What you have to do - Write out, exactly and only, the lines that run from the top of the records to the line with "flats_start = 36.05". Include both ends; exclude pictures.

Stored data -
|---|

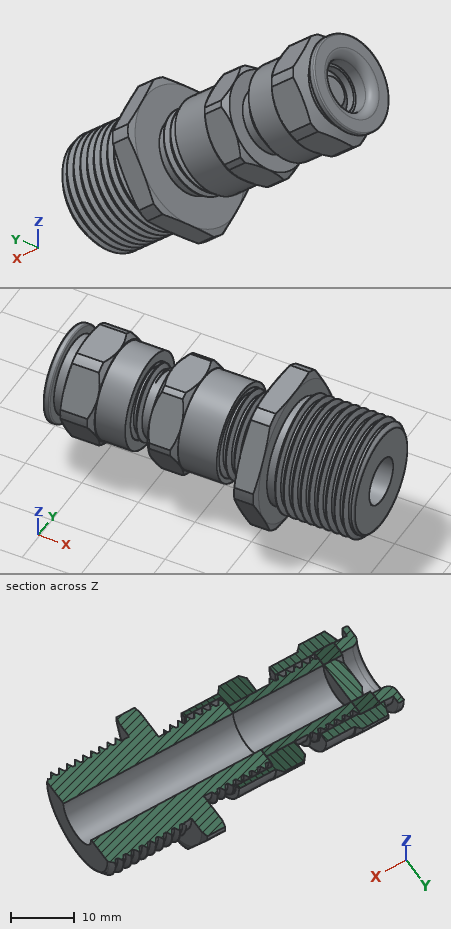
import cadquery as cq
import math


flange_end = 1.1
back_nut_start = 2.75
seal_start = 3.6
seal_end = 7.2
back_nut_hex_end = 9.2
back_nut_end = 14.5
sleeve_thread_end = 16.25
front_nut_start = 18.55
front_nut_hex_end = 23.95
front_nut_end = 30.75
body_thread_end = 34.75
flats_start = 36.05
flats_end = 40.0
entry_thread_start = 41.4
gland_length = 55.4

flange_diameter = 16.6
flange_edge_radius = 0.2
tube_diameter = 13.5
mouth_radius = 1.5
ferrule_bore = 9.0
passage_diameter = 8.05
plug_tip_start = 4.2
plug_tip_diameter = 5.25
plug_tip_length = 0.85

nut_flats = 17.0
back_nut_corners = 18.65
front_nut_corners = 19.0
body_flats = 24.0
body_corners = 26.5
back_nut_front_taper = 0.85
nut_corner_chamfer = 0.85
body_corner_chamfer = 0.3
back_nut_collar = 16.6
front_nut_skirt = 16.85

pitch = 1.5
crest_width = 0.1
ridge_base_width = 1.05
ridge_root_sink = 0.15
thread_clearance = 0.1
sleeve_root = 11.25
sleeve_crest = 12.95
body_root = 13.25
body_crest = 15.0
entry_root = 18.3
entry_crest = 20.0
entry_tip_diameter = 17.6

sleeve_crest_position = 15.95
body_crest_position = 32.3
entry_crest_position = 42.3


def turned(profile):
    """Solid of revolution about the X axis from (position, radius) points."""
    return cq.Workplane("XY").polyline(profile).close().revolve(360, (0, 0, 0), (1, 0, 0))


def rod(start, end, diameter):
    """Cylinder on the X axis between two stations."""
    return cq.Workplane("YZ", origin=(start, 0, 0)).circle(diameter / 2).extrude(end - start)


def hexagon(start, end, across_flats, corners, front, back):
    """Hexagonal prism with turned corners.

    front and back each give (face diameter, taper length) of the cone that bevels that end.
    """
    across_corners = across_flats / math.cos(math.pi / 6)
    prism = cq.Workplane("YZ", origin=(start, 0, 0)).polygon(6, across_corners).extrude(end - start)
    envelope = turned(
        [
            (start, 0),
            (start, front[0] / 2),
            (start + front[1], corners / 2),
            (end - back[1], corners / 2),
            (end, back[0] / 2),
            (end, 0),
        ]
    )
    return prism.intersect(envelope)


def thread_ridge(start, end, root, crest, crest_position):
    """Right-handed helical ridge, cut square at both ends, with its base sunk into the root."""
    turns_before = math.ceil((crest_position - start) / pitch) + 1
    helix_start = crest_position - turns_before * pitch
    helix_length = end - helix_start + pitch
    helix = cq.Wire.makeHelix(pitch, helix_length, root / 2)
    flank_slope = (ridge_base_width - crest_width) / (crest - root)
    sunk_width = ridge_base_width + 2 * ridge_root_sink * flank_slope
    sunk_radius = root / 2 - ridge_root_sink
    ridge = (
        cq.Workplane("XZ")
        .polyline(
            [
                (sunk_radius, -sunk_width / 2),
                (crest / 2, -crest_width / 2),
                (crest / 2, crest_width / 2),
                (sunk_radius, sunk_width / 2),
            ]
        )
        .close()
        .sweep(cq.Workplane(helix), isFrenet=True)
        .rotate((0, 0, 0), (0, 1, 0), 90)
        .translate((helix_start, 0, 0))
    )
    return ridge.intersect(rod(start, end, crest + pitch))


def make_ferrule():
    """Flanged tube with a rounded mouth that presses on the seal."""
    flange = rod(0, flange_end, flange_diameter).faces("<X or >X").edges().fillet(flange_edge_radius)
    mouth = (
        cq.Workplane("XY")
        .moveTo(0, 0)
        .lineTo(0, ferrule_bore / 2 + mouth_radius)
        .radiusArc((mouth_radius, ferrule_bore / 2), -mouth_radius)
        .lineTo(mouth_radius, 0)
        .close()
        .revolve(360, (0, 0, 0), (1, 0, 0))
    )
    tube = rod(flange_end, seal_start, tube_diameter)
    return flange.union(tube).cut(rod(0, seal_start, ferrule_bore)).cut(mouth)


def make_back_nut():
    """Hexagon nut with a round collar, over the ferrule, the seal and the sleeve thread."""
    nut = hexagon(
        back_nut_start,
        back_nut_hex_end,
        nut_flats,
        back_nut_corners,
        (tube_diameter, back_nut_front_taper),
        (nut_flats, nut_corner_chamfer),
    )
    nut = nut.union(rod(back_nut_hex_end, back_nut_end, back_nut_collar))
    nut = nut.cut(rod(back_nut_start, seal_end, tube_diameter))
    return nut.cut(rod(seal_end, back_nut_end, sleeve_crest + thread_clearance))


def make_seal():
    """Plain ring squeezed between the ferrule and the sleeve."""
    return rod(seal_start, seal_end, tube_diameter).cut(rod(seal_start, seal_end, passage_diameter))


def make_plug():
    """Solid plug with a conical tip that closes the seal."""
    return turned(
        [
            (plug_tip_start, 0),
            (plug_tip_start, plug_tip_diameter / 2),
            (plug_tip_start + plug_tip_length, passage_diameter / 2),
            (seal_end, passage_diameter / 2),
            (seal_end, 0),
        ]
    )


def make_sleeve():
    """Tube with an external thread for the back nut."""
    sleeve = rod(seal_end, front_nut_hex_end, sleeve_root)
    sleeve = sleeve.union(
        thread_ridge(seal_end, sleeve_thread_end, sleeve_root, sleeve_crest, sleeve_crest_position)
    )
    return sleeve.cut(rod(seal_end, front_nut_hex_end, passage_diameter))


def make_front_nut():
    """Hexagon nut with a long skirt, over the sleeve and the rear thread of the body."""
    bevel = (nut_flats, nut_corner_chamfer)
    nut = hexagon(front_nut_start, front_nut_hex_end, nut_flats, front_nut_corners, bevel, bevel)
    nut = nut.union(rod(front_nut_hex_end, front_nut_end, front_nut_skirt))
    nut = nut.cut(rod(front_nut_start, front_nut_hex_end, sleeve_root))
    return nut.cut(rod(front_nut_hex_end, front_nut_end, body_crest + thread_clearance))


def entry_envelope():
    """Cylinder around the entry thread, bevelled at 45 degrees at its free end."""
    radius = entry_crest / 2 + pitch
    tip_radius = entry_tip_diameter / 2
    return turned(
        [
            (flats_end, 0),
            (flats_end, radius),
            (gland_length - (radius - tip_radius), radius),
            (gland_length, tip_radius),
            (gland_length, 0),
        ]
    )


def make_entry_body():
    """Body with a rear thread, a hexagon and a long entry thread with a bevelled end."""
    stem = rod(front_nut_hex_end, flats_start, body_root).union(
        thread_ridge(front_nut_hex_end, body_thread_end, body_root, body_crest, body_crest_position)
    )
    bevel = (body_flats, body_corner_chamfer)
    flats = hexagon(flats_start, flats_end, body_flats, body_corners, bevel, bevel)
    bevelled_core = rod(flats_end, gland_length, entry_root).intersect(entry_envelope())
    ridge = thread_ridge(
        entry_thread_start, gland_length, entry_root, entry_crest, entry_crest_position
    )
    entry = bevelled_core.union(ridge.intersect(entry_envelope()))
    body = stem.union(flats).union(entry)
    return body.cut(rod(front_nut_hex_end, gland_length, passage_diameter))


ferrule = make_ferrule()
back_nut = make_back_nut()
seal = make_seal()
plug = make_plug()
sleeve = make_sleeve()
front_nut = make_front_nut()
entry_body = make_entry_body()

bodies = [ferrule, back_nut, seal, plug, sleeve, front_nut, entry_body]
result = cq.Compound.makeCompound([body.solids().val() for body in bodies])

|---|

Answer to this task -
import cadquery as cq
import math


flange_end = 1.1
back_nut_start = 2.75
seal_start = 3.6
seal_end = 7.2
back_nut_hex_end = 9.2
back_nut_end = 14.5
sleeve_thread_end = 16.25
front_nut_start = 18.55
front_nut_hex_end = 23.95
front_nut_end = 30.75
body_thread_end = 34.75
flats_start = 36.05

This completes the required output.